** WHAT YOU ARE ASKED TO DO **
Counting only lines of the listing below that hold the word "over", give the total and nothing else.
*** Opening DATASET EXTRACT ***
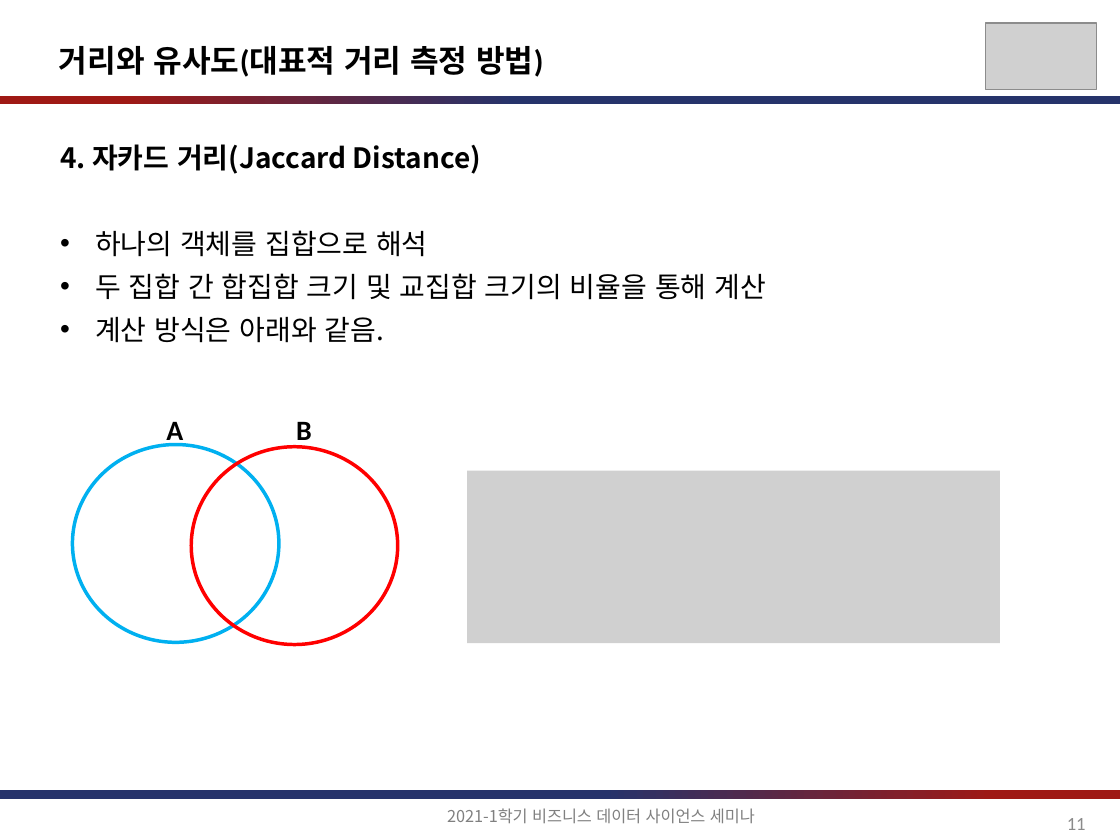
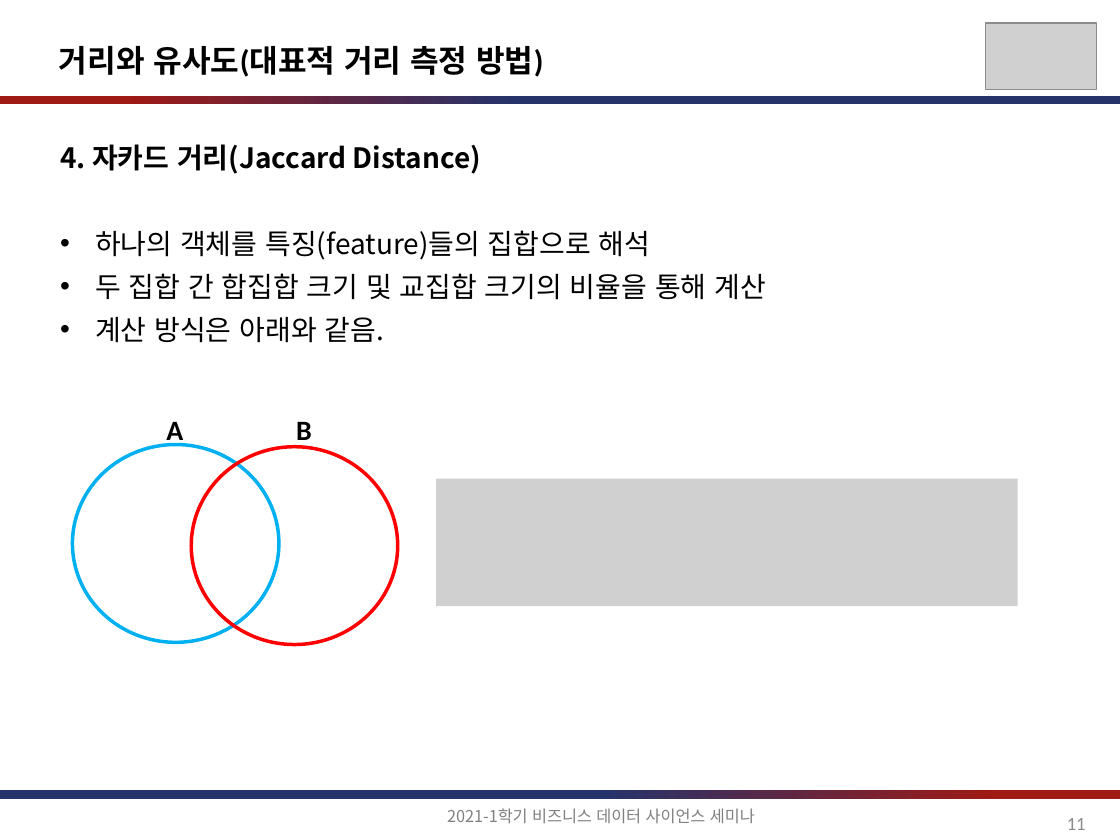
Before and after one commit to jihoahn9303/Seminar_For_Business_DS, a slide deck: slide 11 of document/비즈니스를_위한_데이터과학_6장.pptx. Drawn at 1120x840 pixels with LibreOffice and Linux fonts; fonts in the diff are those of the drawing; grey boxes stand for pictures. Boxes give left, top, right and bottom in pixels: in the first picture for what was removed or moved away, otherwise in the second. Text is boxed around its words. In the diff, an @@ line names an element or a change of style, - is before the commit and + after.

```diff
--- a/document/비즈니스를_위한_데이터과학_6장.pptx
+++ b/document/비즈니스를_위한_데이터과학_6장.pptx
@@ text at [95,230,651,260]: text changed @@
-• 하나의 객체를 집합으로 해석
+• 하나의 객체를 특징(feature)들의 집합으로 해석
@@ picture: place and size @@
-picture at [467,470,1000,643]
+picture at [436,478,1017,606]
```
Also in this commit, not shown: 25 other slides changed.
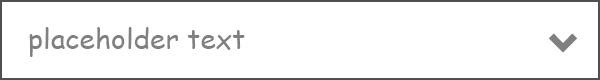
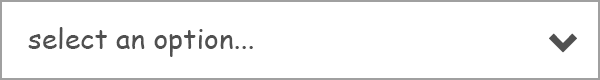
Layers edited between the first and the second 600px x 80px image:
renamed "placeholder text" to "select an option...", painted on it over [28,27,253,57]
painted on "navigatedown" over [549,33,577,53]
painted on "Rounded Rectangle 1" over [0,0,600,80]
*** Closing DATASET EXTRACT ***
** RESULT OF THE EXERCISE **
3